Competent authorities are categorized as follows:

  1. Provincial Directorates of Finance (Ankara, Antalya, Bursa, İstanbul, İzmir, Kocaeli, Trabzon):
    • Residents (individuals and entities) who are registered taxpayers.
    • Turkish citizens residing in the same province but not registered as permanent taxpayers (i.e., potential taxpayers).
  1. Revenue Administration (EU and Foreign Relations Department):
    • All foreign nationals (whether registered as taxpayers or not).
    • Applications concerning Austria, Switzerland, and Saudi Arabia.
    • Other applications not covered by the categories above.
  2. Digital Application:
    Applications can also be submitted online via the Digital Tax Office (https://dijital.gib.gov.tr) or through the e-Government portal (https://www.turkiye.gov.tr).

Recent Changes and Key Considerations

With the new Presidential Decree, the term “Tax Office Directorate” has been officially replaced with “Provincial Directorate of Finance (Defterdarlık).” This change must be reflected in application petitions and all official correspondence.

In addition, the Certificate of Tax Residency is not only valid for Türkiye. A foreign taxpayer earning income in Türkiye may also present a certificate obtained from their own country to limit taxation in Türkiye. Therefore, residency certificates play a critical role in both domestic and international tax planning.

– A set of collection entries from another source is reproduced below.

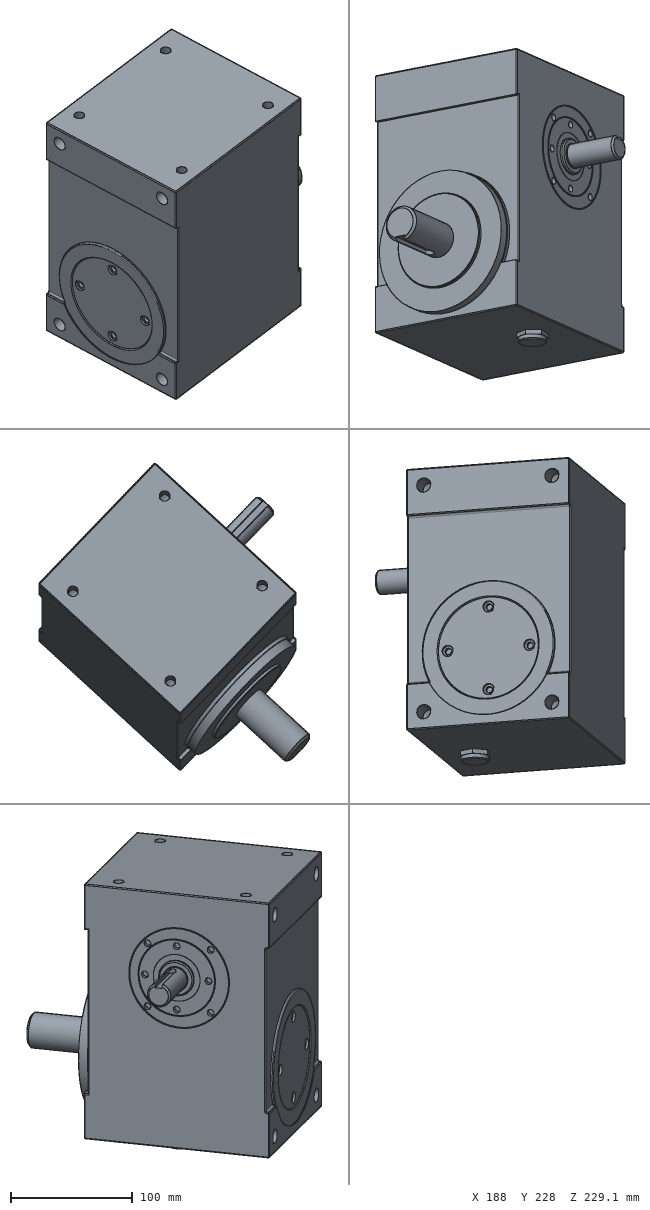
import cadquery as cq
import math

WIDTH = 140.0
DEPTH = 160.0
HEIGHT = 221.0
EDGE_CHAMFER = 1.0
FRONT = -DEPTH / 2
REAR = DEPTH / 2
LEFT = -WIDTH / 2

PAD_HEIGHT = 39.5
RELIEF_DEPTH = 3.2
RELIEF_FILLET = 1.4

MOUNT_PITCH_X = 110.0
MOUNT_PITCH_Y = 110.0
MOUNT_EDGE_Z = 14.5
FACE_HOLE_DIAMETER = 12.0
FACE_HOLE_DEPTH = 18.0
TOP_HOLE_DIAMETER = 8.7
TOP_HOLE_DEPTH = 15.0
DRILL_POINT_ANGLE = 118.0

OUTPUT_Z = 65.0
COVER_RADIUS = 56.8
COVER_SETBACK = 1.0
COVER_FILLET = 1.0
COVER_RECESS_RADIUS = 43.7
COVER_RECESS_DEPTH = 1.0
COVER_BOLT_COUNT = 4
COVER_BOLT_RADIUS = 35.0
COVER_BORE_DIAMETER = 9.2
COVER_BORE_DEPTH = 2.0
COVER_SOCKET_DIAMETER = 5.5
COVER_SOCKET_DEPTH = 5.0
BOSS_RADIUS = 61.0
FLANGE_RADIUS = 60.0
FLANGE_THICKNESS = 8.0
COLLAR_RADIUS = 40.0
COLLAR_THICKNESS = 3.0
COLLAR_CHAMFER = 0.7
OUTPUT_SHAFT_RADIUS = 14.9
OUTPUT_SHAFT_REACH = 68.0
OUTPUT_SHAFT_CHAMFER = 2.0
OUTPUT_KEY_WIDTH = 8.0
OUTPUT_KEY_DEPTH = 4.0
OUTPUT_KEY_LENGTH = 47.9

INPUT_Z = 148.2
INPUT_SHAFT_RADIUS = 10.0
INPUT_SHAFT_REACH = 48.0
INPUT_SHAFT_CHAMFER = 1.5
INPUT_COLLAR_RADIUS = 15.0
INPUT_COLLAR_THICKNESS = 2.5
INPUT_COLLAR_CHAMFER = 1.1
INPUT_LIP_RADIUS = 10.5
INPUT_LIP_THICKNESS = 1.0
INPUT_KEY_WIDTH = 6.0
INPUT_KEY_DEPTH = 3.5
INPUT_KEY_LENGTH = 40.3
BEARING_RADIUS = 33.0
SEAL_RADIUS = 20.2
BEARING_RING_RADIUS = 43.0
BEARING_RING_Y = -2.0
JOINT_WIDTH = 0.7
JOINT_DEPTH = 0.5
SEAL_RECESS = 0.2
BEARING_BOLT_RADIUS = 27.5
RING_BOLT_PITCH = 54.5
BEARING_HOLE_DIAMETER = 5.7
BEARING_HOLE_DEPTH = 4.0

PLUG_X = -37.0
PLUG_Y = 7.0
PLUG_SIDES = 6
PLUG_HEX_FLATS = 22.7
PLUG_HEX_TURN = 98.0
PLUG_HEX_HEIGHT = 4.0
PLUG_DISC_RADIUS = 11.7
PLUG_DISC_HEIGHT = 4.1
PLUG_CHAMFER = 1.0

OVERLAP = 2.3


def cylinder(radius, length, start, direction):
    return cq.Workplane(obj=cq.Solid.makeCylinder(radius, length, cq.Vector(*start), cq.Vector(*direction)))


def drilled_hole(diameter, depth, start, direction):
    """Blind hole with a conical drill point."""
    radius = diameter / 2
    point = radius / math.tan(math.radians(DRILL_POINT_ANGLE / 2))
    axis = cq.Vector(*direction)
    tip_base = cq.Vector(*start) + axis * depth
    cone = cq.Solid.makeCone(radius, 0, point, tip_base, axis)
    return cylinder(radius, depth, start, direction).union(cq.Workplane(obj=cone))


def make_housing():
    low = PAD_HEIGHT
    high = HEIGHT - PAD_HEIGHT
    floor_front = FRONT + RELIEF_DEPTH
    floor_rear = REAR - RELIEF_DEPTH
    outline = [
        (FRONT, 0), (REAR, 0),
        (REAR, low), (floor_rear, low), (floor_rear, high), (REAR, high),
        (REAR, HEIGHT), (FRONT, HEIGHT),
        (FRONT, high), (floor_front, high), (floor_front, low), (FRONT, low),
    ]
    block = cq.Workplane("YZ").polyline(outline).close().extrude(WIDTH / 2, both=True)
    margin = EDGE_CHAMFER / 2
    for z in (low, high):
        inner_corner = cq.selectors.BoxSelector(
            (-margin, floor_front - margin, z - margin),
            (margin, floor_front + margin, z + margin),
        )
        block = block.edges(inner_corner).fillet(RELIEF_FILLET)
    return block.faces("<X or >X or <Y or <Z or >Z").edges().chamfer(EDGE_CHAMFER)


def mounting_holes():
    holes = cq.Workplane()
    for x in (-MOUNT_PITCH_X / 2, MOUNT_PITCH_X / 2):
        for z in (MOUNT_EDGE_Z, HEIGHT - MOUNT_EDGE_Z):
            holes = holes.add(drilled_hole(FACE_HOLE_DIAMETER, FACE_HOLE_DEPTH, (x, FRONT, z), (0, 1, 0)))
        for y in (-MOUNT_PITCH_Y / 2, MOUNT_PITCH_Y / 2):
            holes = holes.add(drilled_hole(TOP_HOLE_DIAMETER, TOP_HOLE_DEPTH, (x, y, HEIGHT), (0, 0, -1)))
    return holes


def add_front_cover(body):
    face = FRONT + COVER_SETBACK
    thickness = RELIEF_DEPTH - COVER_SETBACK + OVERLAP
    body = body.cut(cylinder(COVER_RADIUS, COVER_SETBACK, (0, FRONT, OUTPUT_Z), (0, 1, 0)))
    cover = cylinder(COVER_RADIUS, thickness, (0, face, OUTPUT_Z), (0, 1, 0))
    body = body.union(cover.faces("<Y").edges().fillet(COVER_FILLET))
    recess = cq.Solid.makeCone(
        COVER_RECESS_RADIUS,
        COVER_RECESS_RADIUS - COVER_RECESS_DEPTH,
        COVER_RECESS_DEPTH,
        cq.Vector(0, face, OUTPUT_Z),
        cq.Vector(0, 1, 0),
    )
    body = body.cut(cq.Workplane(obj=recess))
    floor = face + COVER_RECESS_DEPTH
    for i in range(COVER_BOLT_COUNT):
        angle = math.radians(360 / COVER_BOLT_COUNT * i)
        x = COVER_BOLT_RADIUS * math.cos(angle)
        z = OUTPUT_Z + COVER_BOLT_RADIUS * math.sin(angle)
        body = body.cut(cylinder(COVER_BORE_DIAMETER / 2, COVER_BORE_DEPTH, (x, floor, z), (0, 1, 0)))
        body = body.cut(cylinder(COVER_SOCKET_DIAMETER / 2, COVER_SOCKET_DEPTH, (x, floor, z), (0, 1, 0)))
    return body


def keyway_cutter(width, depth, length):
    """Slot starting at the origin and running along +X, open at the start, below Z = 0."""
    straight = length - width / 2
    return (
        cq.Workplane("XY")
        .moveTo(0, -width / 2)
        .lineTo(straight, -width / 2)
        .threePointArc((length, 0), (straight, width / 2))
        .lineTo(0, width / 2)
        .close()
        .extrude(-depth)
    )


def output_shaft():
    root = REAR - RELIEF_DEPTH - OVERLAP
    tip = REAR + OUTPUT_SHAFT_REACH
    flange_face = REAR + FLANGE_THICKNESS
    collar_face = flange_face + COLLAR_THICKNESS
    axis = (0, 1, 0)
    start = (0, root, OUTPUT_Z)
    boss = cylinder(BOSS_RADIUS, REAR - root, start, axis)
    flange = cylinder(FLANGE_RADIUS, flange_face - root, start, axis)
    collar = cylinder(COLLAR_RADIUS, collar_face - root, start, axis).faces(">Y").chamfer(COLLAR_CHAMFER)
    shaft = cylinder(OUTPUT_SHAFT_RADIUS, tip - root, start, axis).faces(">Y").chamfer(OUTPUT_SHAFT_CHAMFER)
    keyway = keyway_cutter(OUTPUT_KEY_WIDTH, OUTPUT_KEY_DEPTH, OUTPUT_KEY_LENGTH)
    keyway = keyway.rotate((0, 0, 0), (0, 1, 0), 180).rotate((0, 0, 0), (0, 0, 1), 90)
    shaft = shaft.cut(keyway.translate((0, tip, OUTPUT_Z - OUTPUT_SHAFT_RADIUS)))
    return boss.union(flange).union(collar).union(shaft)


def joint_groove(radius, y):
    """Narrow ring centred on the given radius, sunk into the left face."""
    start = (LEFT, y, INPUT_Z)
    outer = cylinder(radius + JOINT_WIDTH / 2, JOINT_DEPTH, start, (1, 0, 0))
    return outer.cut(cylinder(radius - JOINT_WIDTH / 2, JOINT_DEPTH, start, (1, 0, 0)))


def add_bearing_cover(body):
    """Mark the flush ring and bearing cover with grooves, sink the seal and drill the bolt holes."""
    body = body.cut(joint_groove(BEARING_RING_RADIUS, BEARING_RING_Y))
    body = body.cut(joint_groove(BEARING_RADIUS, 0))
    body = body.cut(cylinder(SEAL_RADIUS, SEAL_RECESS, (LEFT, 0, INPUT_Z), (1, 0, 0)))
    half = RING_BOLT_PITCH / 2
    ring_bolts = [(BEARING_RING_Y + sy * half, sz * half) for sy in (-1, 1) for sz in (-1, 1)]
    r = BEARING_BOLT_RADIUS
    cover_bolts = [(r, 0), (0, r), (-r, 0), (0, -r)]
    for y, z in ring_bolts + cover_bolts:
        start = (LEFT, y, INPUT_Z + z)
        body = body.cut(cylinder(BEARING_HOLE_DIAMETER / 2, BEARING_HOLE_DEPTH, start, (1, 0, 0)))
    return body


def input_shaft():
    root = LEFT + OVERLAP
    axis = (-1, 0, 0)
    start = (root, 0, INPUT_Z)
    collar_length = OVERLAP + INPUT_COLLAR_THICKNESS
    collar = cylinder(INPUT_COLLAR_RADIUS, collar_length, start, axis)
    collar = collar.faces("<X").chamfer(INPUT_COLLAR_CHAMFER)
    lip = cylinder(INPUT_LIP_RADIUS, collar_length + INPUT_LIP_THICKNESS, start, axis)
    shaft = cylinder(INPUT_SHAFT_RADIUS, OVERLAP + INPUT_SHAFT_REACH, start, axis)
    shaft = shaft.faces("<X").chamfer(INPUT_SHAFT_CHAMFER)
    keyway = keyway_cutter(INPUT_KEY_WIDTH, INPUT_KEY_DEPTH, INPUT_KEY_LENGTH)
    shaft = shaft.cut(keyway.translate((LEFT - INPUT_SHAFT_REACH, 0, INPUT_Z + INPUT_SHAFT_RADIUS)))
    return collar.union(lip).union(shaft)


def drain_plug():
    across_corners = PLUG_HEX_FLATS / math.cos(math.pi / PLUG_SIDES)
    hexagon = (
        cq.Workplane("XY", origin=(PLUG_X, PLUG_Y, 0))
        .transformed(rotate=(0, 0, PLUG_HEX_TURN))
        .polygon(PLUG_SIDES, across_corners)
        .extrude(-PLUG_HEX_HEIGHT)
    )
    disc = cylinder(PLUG_DISC_RADIUS, PLUG_DISC_HEIGHT, (PLUG_X, PLUG_Y, -PLUG_HEX_HEIGHT), (0, 0, -1))
    return hexagon.union(disc.faces("<Z").chamfer(PLUG_CHAMFER))


housing = add_front_cover(make_housing())
housing = add_bearing_cover(housing)
for hole in mounting_holes().vals():
    housing = housing.cut(cq.Workplane(obj=hole))
result = housing.union(output_shaft()).union(input_shaft()).union(drain_plug())

Summary: 10 Key Questions & Answers About the Certificate of Tax Residency in Türkiye

  1. What is the Certificate of Tax Residency?
    It is an official document certifying that a person or entity is resident and subject to tax in a particular country.
  2. Who can apply for it?
    Individuals and legal entities fully liable to tax in Türkiye, potential taxpayers, and foreign nationals.
  3. Which authorities issue it?
    Provincial Directorates of Finance and the Revenue Administration.
  4. What are DTAAs?
    Agreements that prevent double taxation on the same income between two countries.
  5. How is the application submitted?
    By submitting a petition to the competent authority directly or via the Digital Tax Office/e-Government.
  6. What documents are required?
    The petition attached to Circular No. 2013-1 and relevant applicant information.
  7. How do foreign nationals apply?
    They must apply to the Revenue Administration.
  8. Can the application be made through e-Government?
    Yes, online applications are accepted.
  9. In which provinces are the Provincial Directorates of Finance authorized?
    Ankara, Antalya, Bursa, İstanbul, İzmir, Kocaeli, and Trabzon.
  10. Why is the certificate important?
    To benefit from tax advantages and avoid double taxation.


Legal Notice: The information in this article is intended for information purposes only. It is not intended for professional information purposes specific to a person or an institution. Every institution has different requirements because of its own circumstances even though they bear a resemblance to each other. Consequently, it is your interest to consult on an expert before taking a decision based on information stated in this article and putting into practice. Neither Karen Audit nor related person or institutions are not responsible for any damages or losses that might occur in consequence of the use of the information in this article by private or formal, real or legal person and institutions.